Supported wide-angle pose
Suggested hold time: 5 mins
Suggested props: 1 bolster or chair + 1 or more blankets
Come into a sitting position with your legs wide apart and a bolster in front of you. Lean forward to rest your torso, arms and head on the bolster; or, if you can’t lean that far forward, use a chair to support your head instead.
With restorative yoga the aim is not to stretch but to feel supported. Sit up on a folded blanket or two if your lower back feels any strain, and move closer towards the chair to decrease the angle of your torso.
Suggested hold time: 10 mins
Suggested props: 4 blankets
Place one folded blanket behind you for your head and neck to rest on. Fold another two or three blankets and pile them one on top of the other to elevate your lower legs, making sure the pile of blankets is long enough to support the distance from behind your knees to your Achilles tendons at the back of the heels.
Breathe normally, feeling the support of the props underneath you as you completely relax. As your breath naturally deepens in this position, notice your awareness moving into your abdomen, feeling your belly softly rising and falling with your breath.
Elevated legs-up-the-wall pose
Suggested hold time: 10 mins
Suggested props: 1 bolster + 1 or more blankets
With your bolster parallel to the wall, place a folded blanket perpendicular to the bolster, making a T shape. Sit on one end of the bolster side-on to the wall then roll onto your back as you swing your legs up the wall so your spine is supported by the folded blanket. With your sacrum resting on the bolster, your upper back will be resting on the floor and your legs will be more-or-less straight up the wall.
Rest your arms on the floor, either out to the sides or over your head if comfortable. Allow yourself to feel the support of both the bolster and the floor as you take slow, steady breaths.
Variation: you could do legs-up-the-wall without the pelvis elevated on the bolster if you need to avoid inversions.

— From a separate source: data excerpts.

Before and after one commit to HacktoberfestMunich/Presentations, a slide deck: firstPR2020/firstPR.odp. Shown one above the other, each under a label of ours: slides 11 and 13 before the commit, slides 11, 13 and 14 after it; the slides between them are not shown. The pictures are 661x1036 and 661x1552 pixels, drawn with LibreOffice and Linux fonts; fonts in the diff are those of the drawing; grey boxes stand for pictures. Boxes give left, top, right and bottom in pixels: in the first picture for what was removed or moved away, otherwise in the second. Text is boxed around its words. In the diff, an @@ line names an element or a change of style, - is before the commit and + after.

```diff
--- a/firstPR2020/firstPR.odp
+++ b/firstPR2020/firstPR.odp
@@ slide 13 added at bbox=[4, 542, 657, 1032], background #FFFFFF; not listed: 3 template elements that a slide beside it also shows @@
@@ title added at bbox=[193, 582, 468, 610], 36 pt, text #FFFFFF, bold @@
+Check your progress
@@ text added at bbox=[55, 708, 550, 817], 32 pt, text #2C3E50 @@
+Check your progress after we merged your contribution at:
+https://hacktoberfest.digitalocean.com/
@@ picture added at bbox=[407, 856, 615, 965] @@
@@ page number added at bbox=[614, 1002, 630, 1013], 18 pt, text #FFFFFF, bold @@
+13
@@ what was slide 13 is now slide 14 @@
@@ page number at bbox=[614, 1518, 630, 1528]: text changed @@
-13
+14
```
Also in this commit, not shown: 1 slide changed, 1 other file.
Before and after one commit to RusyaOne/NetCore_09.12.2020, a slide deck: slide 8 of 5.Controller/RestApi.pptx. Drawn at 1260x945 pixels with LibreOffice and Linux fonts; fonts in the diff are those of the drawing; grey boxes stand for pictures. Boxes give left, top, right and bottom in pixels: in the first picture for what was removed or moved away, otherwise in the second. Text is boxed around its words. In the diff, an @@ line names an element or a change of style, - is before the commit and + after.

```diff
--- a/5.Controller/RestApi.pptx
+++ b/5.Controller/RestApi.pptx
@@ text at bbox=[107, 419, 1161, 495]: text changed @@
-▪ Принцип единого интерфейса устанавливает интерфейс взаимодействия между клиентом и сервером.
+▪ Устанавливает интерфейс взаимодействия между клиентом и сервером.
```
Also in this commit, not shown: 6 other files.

Suggested hold time: 5–20 mins
Suggested props: 1 bolster + 1 blanket
Come into a basic savasana, lying on your back with your legs comfortably apart and your arms away from your body. Fold your blanket into a rectangle approximately 40cm × 60cm, roll up one of the long edges and use the rolled edge to support your neck and the flat part to support your head.
Place the bolster underneath your knees to release your lower back onto the floor. Your whole body should feel relaxed as you enjoy the stillness this posture brings to body and mind.